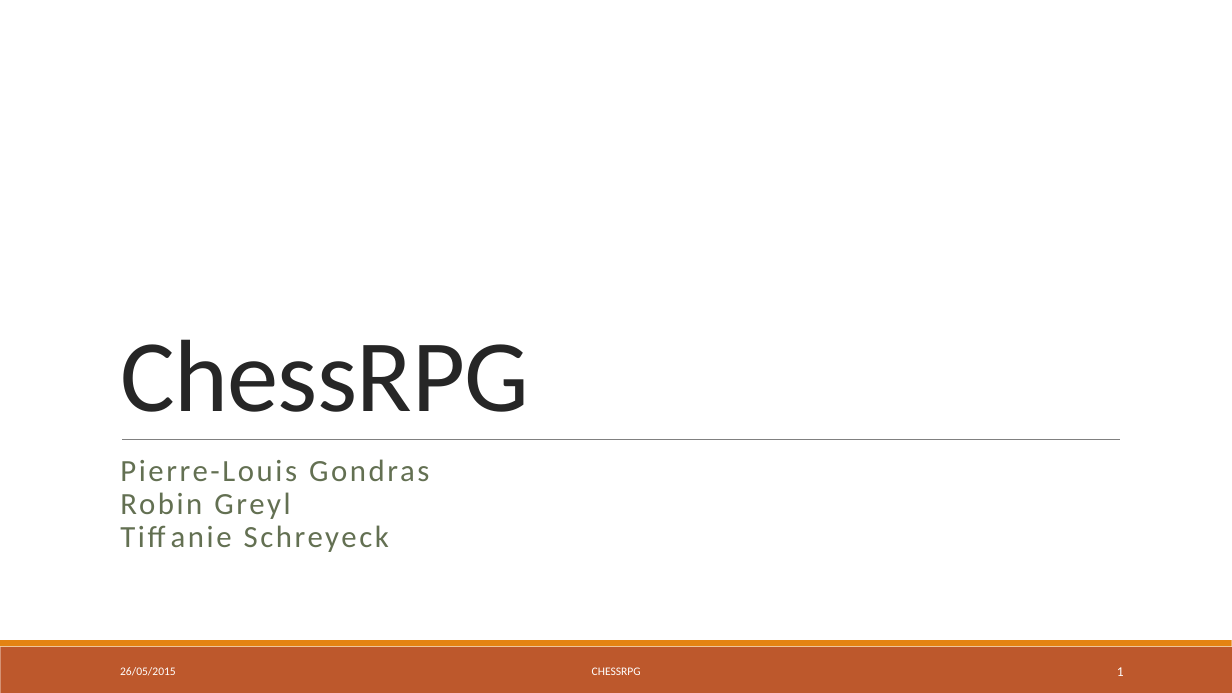
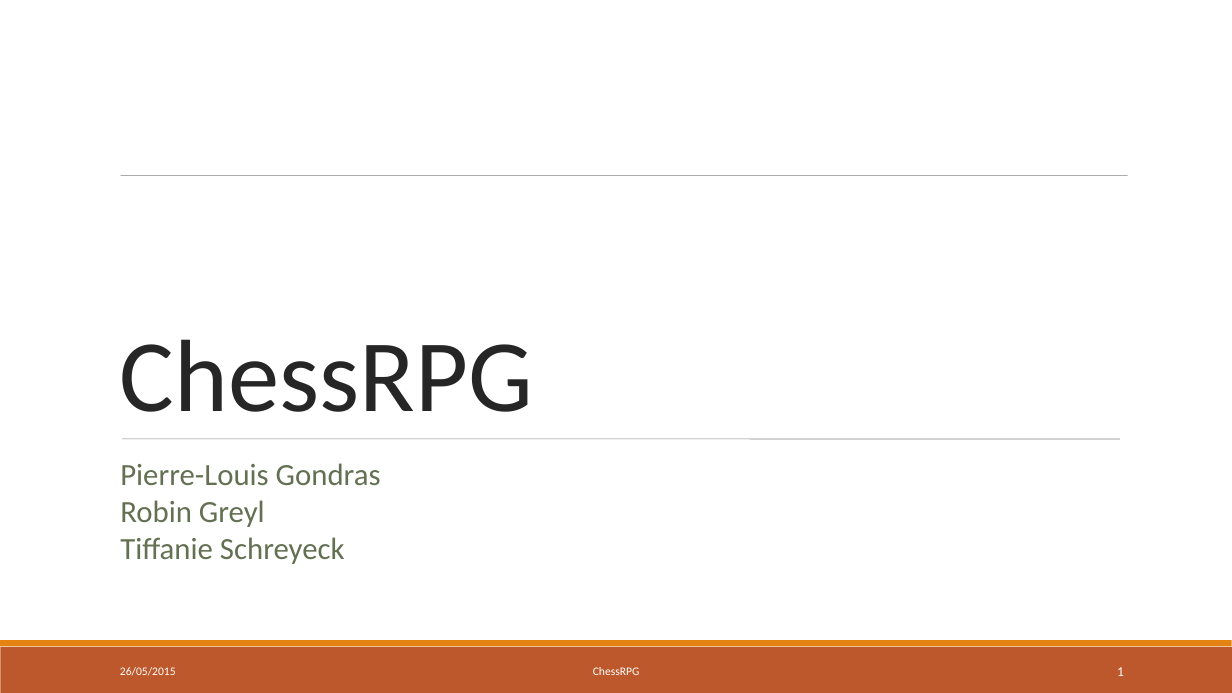
Before and after one commit to chessRPG/master, a slide deck: slide 1 of ChessRPG-présentation.pptx. Drawn at 1232x693 pixels with LibreOffice and Linux fonts; fonts in the diff are those of the drawing. Boxes give left, top, right and bottom in pixels: in the first picture for what was removed or moved away, otherwise in the second. Text is boxed around its words. In the diff, an @@ line names an element or a change of style, - is before the commit and + after.

```diff
--- a/ChessRPG-présentation.pptx
+++ b/ChessRPG-présentation.pptx
@@ text "ChessRPG" at (120, 339, 533, 412): letter spacing -0.5 to 0 pt @@
@@ line added from (121, 176) to (1128, 176), #808080 0.51 pt @@
@@ line (122, 439) - (1120, 439): stroke #808080 0.5 pt to #808080 0.51 pt @@
@@ text "Pierre-Louis Gondras Robin Greyl Tiffanie ..." at (120, 463, 381, 564): letter spacing 2 to 0 pt; line spacing 0.9 to 1; less space between paragraphs @@
@@ text at (593, 667, 640, 675): text changed @@
-CHESSRPG
+ChessRPG
```
Also in this commit, not shown: 14 other slides changed, 2 other files.

◇ ◇ ◇ ◇ ◇

WHAT TO WORK ON: All records above are to be repeated exactly, with the images left out.

REPLY:
Before and after one commit to chessRPG/master, a slide deck: slide 1 of ChessRPG-présentation.pptx. Drawn at 1232x693 pixels with LibreOffice and Linux fonts; fonts in the diff are those of the drawing. Boxes give left, top, right and bottom in pixels: in the first picture for what was removed or moved away, otherwise in the second. Text is boxed around its words. In the diff, an @@ line names an element or a change of style, - is before the commit and + after.

```diff
--- a/ChessRPG-présentation.pptx
+++ b/ChessRPG-présentation.pptx
@@ text "ChessRPG" at (120, 339, 533, 412): letter spacing -0.5 to 0 pt @@
@@ line added from (121, 176) to (1128, 176), #808080 0.51 pt @@
@@ line (122, 439) - (1120, 439): stroke #808080 0.5 pt to #808080 0.51 pt @@
@@ text "Pierre-Louis Gondras Robin Greyl Tiffanie ..." at (120, 463, 381, 564): letter spacing 2 to 0 pt; line spacing 0.9 to 1; less space between paragraphs @@
@@ text at (593, 667, 640, 675): text changed @@
-CHESSRPG
+ChessRPG
```
Also in this commit, not shown: 14 other slides changed, 2 other files.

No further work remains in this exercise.